Last week, the Department of Homeland Security and the Society of Chemical Manufacturers and Affiliates (as Chemical Sector Coordinating Council) co-hosted a two-day summit on “Chemical Sector Security.” The conference brought together industry groups, individual companies and government agencies to discuss the laws, regulations and pending initiatives relating to physical and data security of chemical facilities and industries. Several developments and issues are of particular interest:
- Suzanne Spaulding, DHS Deputy Undersecretary for the National Protection and Programs Directorate, noted that physical and cyber security are “inextricably linked” and must be addressed accordingly. She also stressed that public/private information-sharing must occur in both directions and emphasized efforts currently underway in DHS to improve the process. Others on the panel described the physical and cyber threats to owners and operators in the chemical sector, their proprietary information and industrial control systems. Recommended measures include planning and identification of response capabilities, incident response “playbooks” based on geography, and exercises to test the implementation of these measures.
- David Wulf, Director of the Infrastructure Security Compliance Division, reported on the progress of the Chemical Facility Anti-Terrorism Standards (CFATS) and the effort to obtain permanent authorization of the program in Congress. Compliance inspections for those facilities having approved Site Security Plans will begin in September 2013 or one year after approval. Some issues that have not been resolved include the tiering assignments for gas terminals, and the rules applicable to purchasers and sellers of ammonium nitrate.

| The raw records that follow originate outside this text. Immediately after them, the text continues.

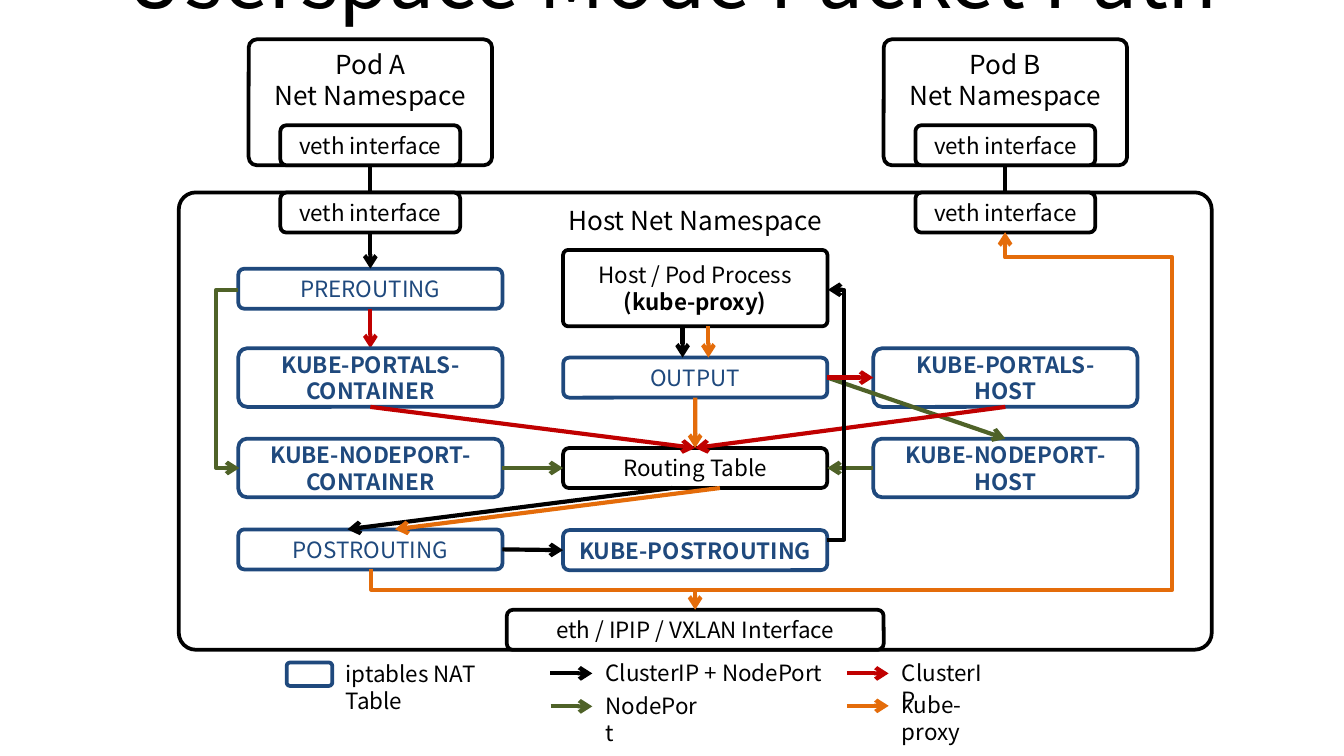
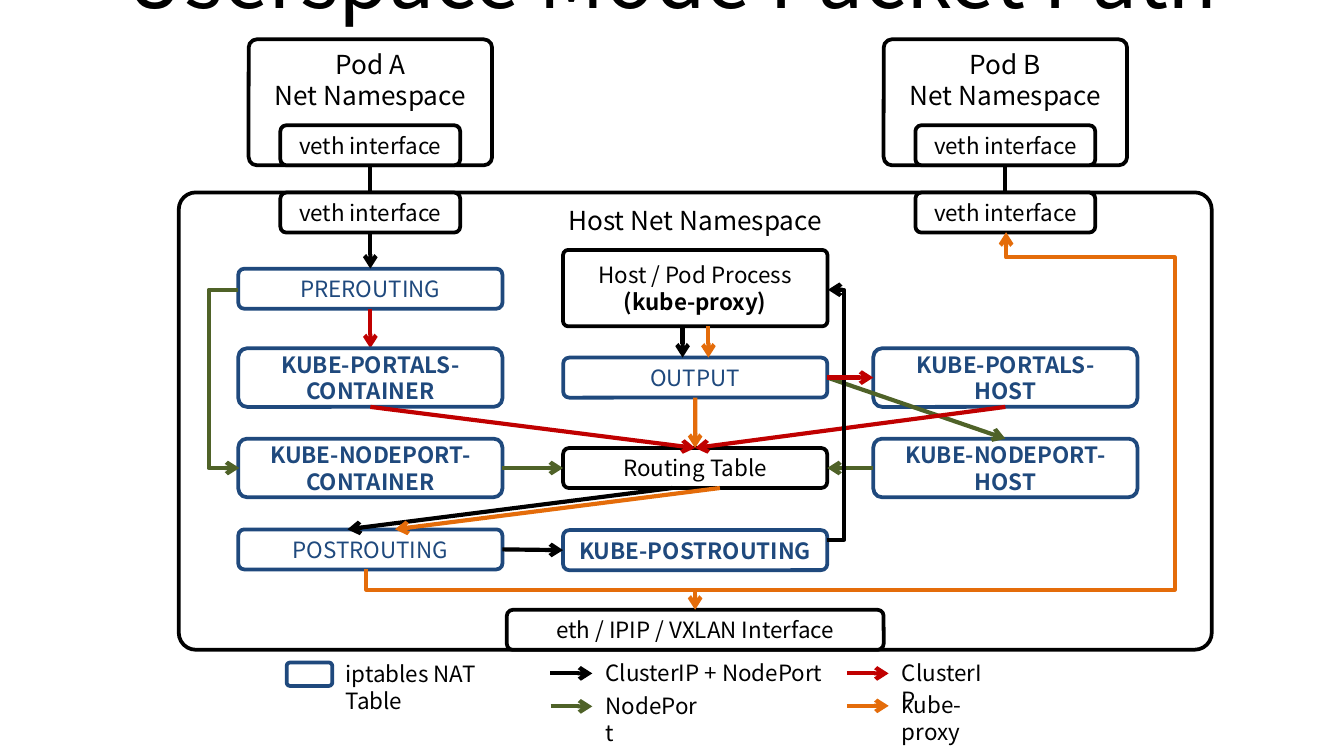
Before and after one commit to ssup2/blog-old, a slide deck: slide 3 of images/theory_analysis/Kubernetes_Service_Proxy/Kubernetes_Service_Proxy.pptx. Drawn at 1344x756 pixels with LibreOffice and Linux fonts; fonts in the diff are those of the drawing. Boxes give left, top, right and bottom in pixels: in the first picture for what was removed or moved away, otherwise in the second. Text is boxed around its words. In the diff, an @@ line names an element or a change of style, - is before the commit and + after.

```diff
--- a/images/theory_analysis/Kubernetes_Service_Proxy/Kubernetes_Service_Proxy.pptx
+++ b/images/theory_analysis/Kubernetes_Service_Proxy/Kubernetes_Service_Proxy.pptx
@@ freeform shape: place and size @@
-freeform shape at bbox=[371, 233, 1172, 590]
+freeform shape at bbox=[366, 233, 1175, 590]
@@ freeform shape: place and size @@
-freeform shape at bbox=[216, 290, 239, 469]
+freeform shape at bbox=[208, 290, 239, 469]
```
Also in this commit, not shown: 1 other slide changed, 2 other files.

- The Alternate Security Plan (ASP) process provides a more flexible approach to CFATS compliance. DHS evaluators and industry security representatives stressed the need to address all 18 Risk Based Performance Standards (RBPS) in an ASP, but also noted the potential efficiencies and cost-savings presented by this process. Use of the American Chemistry Council’s ASP guidance and template was strongly encouraged.
- The Personnel Surety Program (RBPS 12) continues to evolve since the Federal Register notice that was published March 22, 2013. DHS has withdrawn the Information Collection Request it submitted to the Office of Management and Budget, and engaged with the chemical and oil and gas sector coordinating councils and security partners to refine the process that will address both anti-terrorism requirements and the need to permit facility access to contractors and others having a valid need to visit.

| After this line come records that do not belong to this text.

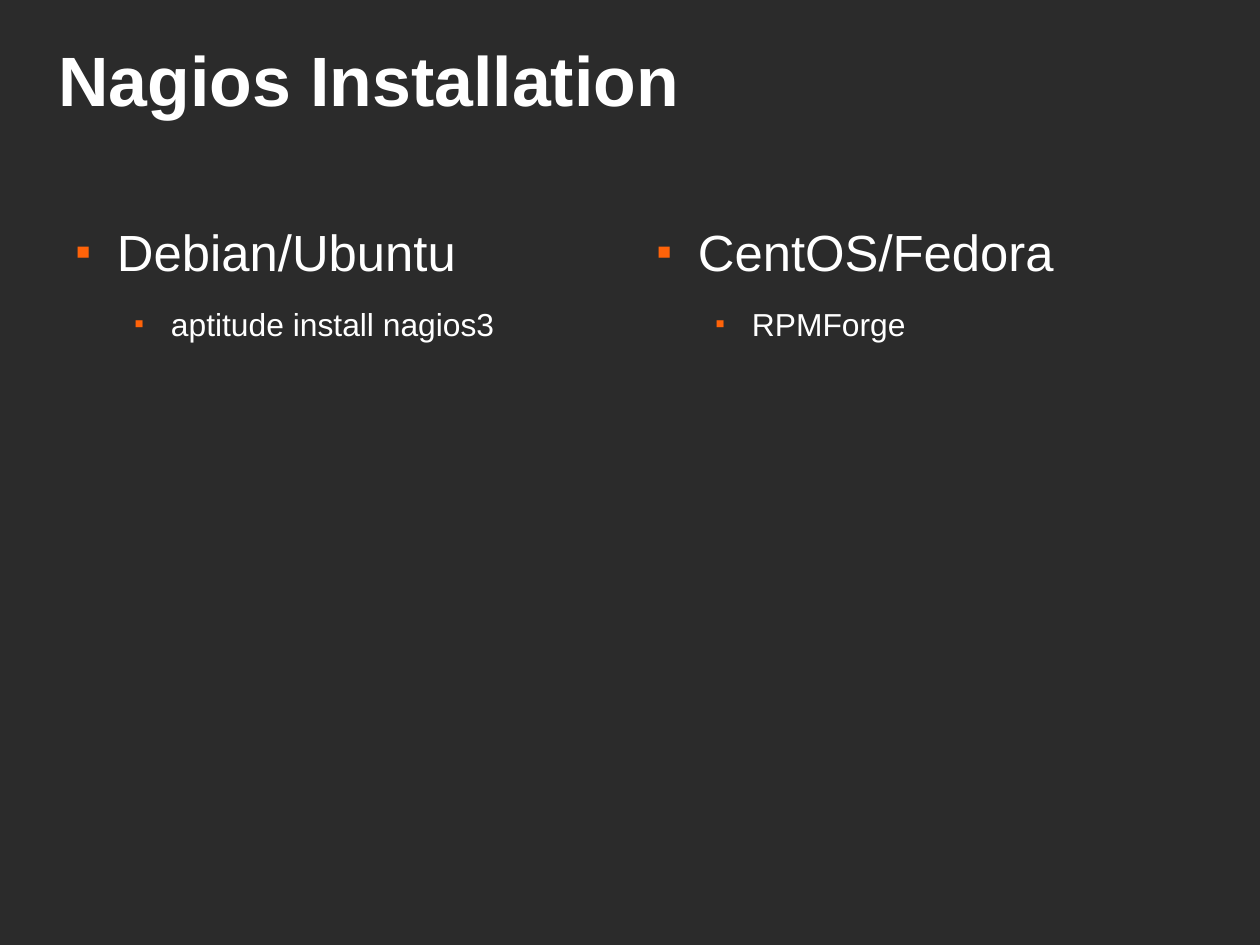
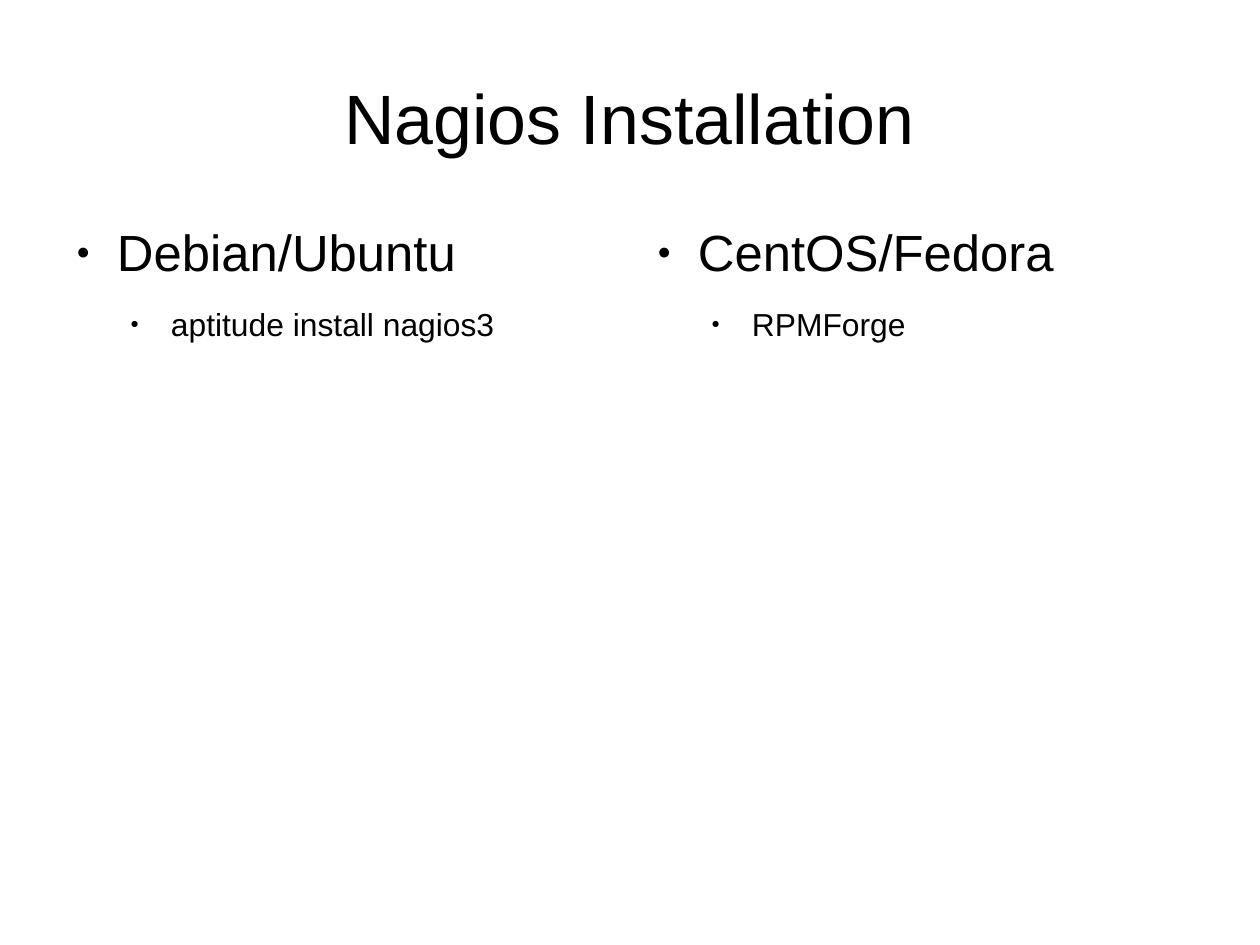
Before and after one commit to evilpeno/presentations, a slide deck: slide 3 of oalug_2011-04-26_nagios-basics/Nagios Basic OALUG.odp. Drawn at 1260x945 pixels with LibreOffice and Linux fonts; fonts in the diff are those of the drawing; background and template pictures are left out; a plain dark background stands for a picture behind light text. Boxes give left, top, right and bottom in pixels: in the first picture for what was removed or moved away, otherwise in the second. Text is boxed around its words. In the diff, an @@ line names an element or a change of style, - is before the commit and + after.

```diff
--- a/oalug_2011-04-26_nagios-basics/Nagios Basic OALUG.odp
+++ b/oalug_2011-04-26_nagios-basics/Nagios Basic OALUG.odp
@@ background picture (left out) to #FFFFFF @@
@@ title "Nagios Installation": place and size @@
-title "Nagios Installation" at [59,55,679,120]
+title "Nagios Installation" at [344,93,915,157]
@@ title "Nagios Installation" at [344,93,915,157]: text colour #FFFFFF to #000000, bold off; alignment left to centre @@
@@ text "Debian/Ubuntu" at [117,234,494,342]: text colour #FFFFFF to #000000; bullet ■ to ●; bullet colour #FF6309 to #000000 @@
@@ text "CentOS/Fedora" at [698,234,1054,342]: text colour #FFFFFF to #000000; bullet ■ to ●; bullet colour #FF6309 to #000000 @@
```
Also in this commit, not shown: 16 other slides changed, 34 other files.

Issues relating to chemical facility security apply not only to “traditional” chemical companies, but also to agricultural producers and retailers, semiconductor manufacturers, and liquefied petroleum sites. One DHS executive noted a recent inspection of a pistachio processing plant as an example of the broad applicability of the program. Another indication was a panel that included representatives from the Environmental Protection Agency, Occupational Safety and Health Administration, Bureau of Alcohol, Tobacco and Firearms, and U.S. Coast Guard (which administers the DHS implementation of the Maritime Transportation Security Act). One or more of these agencies may have a role in chemical security for a given facility depending on its location, function and use of chemicals.
While CFATS is an evolving program with numerous regulatory requirements, it can also improve security, efficiency and employee safety if implemented effectively at facilities that fall under its purview. Government and industry resources can assist compliance programs and resources such as the Homeland Security Information Network that can complement corporate risk management processes. This summit demonstrated that, while much work remains to be done, there is significant potential for process improvement and efficiencies.